- Also known as: Ron Asheton's New Order
- Origin: Los Angeles, California, U.S.
- Genres: Hard rock, protopunk
- Years active: 1975–1976
- Labels: Fun Isadora Revenge New Rose Vivid Sound Corporation (limited edition Japanese import)
- Past members: Ron Asheton Jimmy Recca Scott Thurston K.J. Knight Jeff Spry Dave Gilbert Dennis "Machine Gun" Thompson Ray Gunn

= The New Order (band) =

American rock band (1975–1976)

The New Order was an American hard rock and protopunk band. The band was based in Los Angeles and existed from early 1975 to October 1976.

Though the group was short-lived and never released a proper full-length album, they are known for being led by guitarist Ron Asheton of The Stooges.

==History==
After The Stooges imploded in 1974, former Stooges lead guitarist Ron Asheton formed a new band, ultimately acquiring drummer Dennis "Machine Gun" Thompson, bass player Jimmy Recca and keyboardist Scott Thurston. For a while, the new band shared rehearsal space at a house owned by Ray Manzarek, during his collaboration with Stooges' lead singer Iggy Pop.

When The New Order's first singer Jeff Spry was forced to quit the band (due to jail time incurred from a drinking/quaalude-related DUI coupled with failure to perform community service), The New Order's first drummer, K.J. Knight, recommended Dave Gilbert as a replacement. K.J. and Gilbert had both been veterans of the 1971/1972 incarnations of Ted Nugent's Amboy Dukes. After keyboardist Scott Thurston quit, his position was filled by a second guitarist, Ray Gunn (not to be confused with the 2026 animated film), another Detroit veteran who was recommended by Dennis Thompson.

Leading up to the making of The New Order's first demo tapes, long time Blue Öyster Cult producer, Sandy Pearlman, was approached to produce the band but ultimately this didn't come together. The back cover of the Declaration of War album bears the inscription: "This album is dedicated to the CULT", furthering the links with the Blue Öyster Cult.

A projected collaboration with '60s and '70s rock impresario, Kim Fowley, was also talked about, but never came to fruition.

==After The New Order==
After The New Order, Asheton and Thompson formed New Race with Radio Birdman's lead singer Rob Younger, lead guitarist Deniz Tek and bass player Warwick Gilbert. This band started and ended in 1981, with no studio material recorded, but three live albums released, with two of the three first released on Revenge Records, then re-released recently on Vivid Sound Corporation.

Singer Jeff Spry briefly left the band Felony to work with the New Order but returned back to the band to work with his guitarist brother, Joe Spry, which had a much played 1983 hit song ("The Fanatic") on the influential Los Angeles radio station, KROQ-FM. The song was featured on the soundtrack to the 1983 movie, Valley Girl. A video was made from "The Fanatic" "The Fanatic" video was shot in Hollywood, California in 1983 and aired on MTV. The Fanatic video includes a cameo of Jeffrey Spry with his first wife, SAG actress, Lucrecia Sarita Russo. On March 9, 1991, Jeff Spry shot himself, leaving behind his second wife, Tamara and daughters, Desirae & Natasha.

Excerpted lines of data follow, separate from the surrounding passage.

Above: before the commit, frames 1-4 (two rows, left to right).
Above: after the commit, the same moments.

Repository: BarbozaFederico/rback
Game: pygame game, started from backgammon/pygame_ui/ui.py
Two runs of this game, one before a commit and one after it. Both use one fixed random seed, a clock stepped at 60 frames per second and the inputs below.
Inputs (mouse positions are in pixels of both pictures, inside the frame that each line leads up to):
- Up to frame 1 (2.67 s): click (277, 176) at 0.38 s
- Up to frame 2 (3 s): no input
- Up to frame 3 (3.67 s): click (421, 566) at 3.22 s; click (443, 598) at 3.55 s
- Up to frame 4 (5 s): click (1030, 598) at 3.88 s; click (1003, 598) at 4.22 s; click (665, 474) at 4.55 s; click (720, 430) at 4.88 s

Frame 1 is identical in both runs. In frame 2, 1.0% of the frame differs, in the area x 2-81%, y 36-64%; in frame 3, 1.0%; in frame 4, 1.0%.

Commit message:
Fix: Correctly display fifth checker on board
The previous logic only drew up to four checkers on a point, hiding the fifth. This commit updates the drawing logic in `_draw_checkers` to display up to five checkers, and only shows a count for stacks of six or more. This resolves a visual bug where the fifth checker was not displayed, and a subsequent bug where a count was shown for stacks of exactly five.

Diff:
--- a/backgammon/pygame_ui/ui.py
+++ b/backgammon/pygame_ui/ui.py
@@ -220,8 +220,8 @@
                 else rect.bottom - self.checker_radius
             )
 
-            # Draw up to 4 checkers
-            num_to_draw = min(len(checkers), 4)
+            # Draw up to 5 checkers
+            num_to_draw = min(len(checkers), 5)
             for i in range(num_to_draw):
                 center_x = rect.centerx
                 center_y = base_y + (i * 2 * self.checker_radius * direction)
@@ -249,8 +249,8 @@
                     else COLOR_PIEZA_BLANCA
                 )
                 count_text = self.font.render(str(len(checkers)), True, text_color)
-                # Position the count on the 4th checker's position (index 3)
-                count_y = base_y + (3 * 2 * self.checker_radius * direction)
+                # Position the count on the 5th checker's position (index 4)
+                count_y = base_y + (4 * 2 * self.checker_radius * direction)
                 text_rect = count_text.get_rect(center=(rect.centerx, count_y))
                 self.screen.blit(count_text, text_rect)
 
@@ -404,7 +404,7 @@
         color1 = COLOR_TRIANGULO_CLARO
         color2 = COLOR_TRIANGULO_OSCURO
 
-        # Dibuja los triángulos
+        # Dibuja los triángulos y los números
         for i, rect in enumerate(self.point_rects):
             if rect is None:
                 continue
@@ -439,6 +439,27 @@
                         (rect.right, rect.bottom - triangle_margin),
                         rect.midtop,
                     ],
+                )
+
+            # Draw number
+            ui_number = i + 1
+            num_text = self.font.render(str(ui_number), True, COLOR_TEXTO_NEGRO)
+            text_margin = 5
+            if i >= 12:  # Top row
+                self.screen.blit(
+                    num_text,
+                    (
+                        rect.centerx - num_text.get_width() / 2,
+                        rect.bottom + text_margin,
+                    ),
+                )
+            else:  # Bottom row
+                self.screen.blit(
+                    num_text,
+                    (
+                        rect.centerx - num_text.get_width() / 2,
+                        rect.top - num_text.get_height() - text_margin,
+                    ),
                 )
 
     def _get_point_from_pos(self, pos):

Following The New Order's split in the fall of 1976, Dave Gilbert eventually joined The Rockets, a band formed in 1972 out of Mitch Ryder and The Detroit Wheels. The Rockets recorded six albums, on three major labels, from 1977 to 1983. Dave Gilbert died in 2001 from cancer of the liver after a lifetime struggle with drugs and alcohol addictions, although he had embraced sobriety sometime before being diagnosed with cancer.

==Discography==
===Debut album and Declaration of War===
The New Order recorded demos twice in Los Angeles: First in 1975 with Jeff Spry as lead singer and then in 1976 with Dave Gilbert as lead singer. Both recordings were later released with production by Neil Merryweather in 1977 as a single album "The New Order", on the Fun Records/Isadora label and distributed by RCA Records. The album's lo-fi quality was the result of it being produced from Ron Asheton's inferior cassette copies, instead of the original master tapes. The album was later reissued with different cover art and a bonus track as Declaration of War in 1987. Declaration of War was reissued again in 1991, this time on CD.

===Victim of Circumstance===
In 1989, Victim of Circumstance was released on vinyl and CD on the Revenge Records label. This release consisted of eight unreleased rehearsal recordings, with side one of the original vinyl release presented as four bonus tracks on the CD version. In April 2008, the CD was re-released on the Japanese import label, Vivid Sound Corporation. This new release has the same title and track listing as Victim of Circumstance, but has the same cover art as the original 1977 vinyl release - although "The New Order" logo's font has been revamped and changed. Vivid Sound Corporation also re-released the second and third live albums by the related Ron Asheton/Dennis Thompson band, New Race.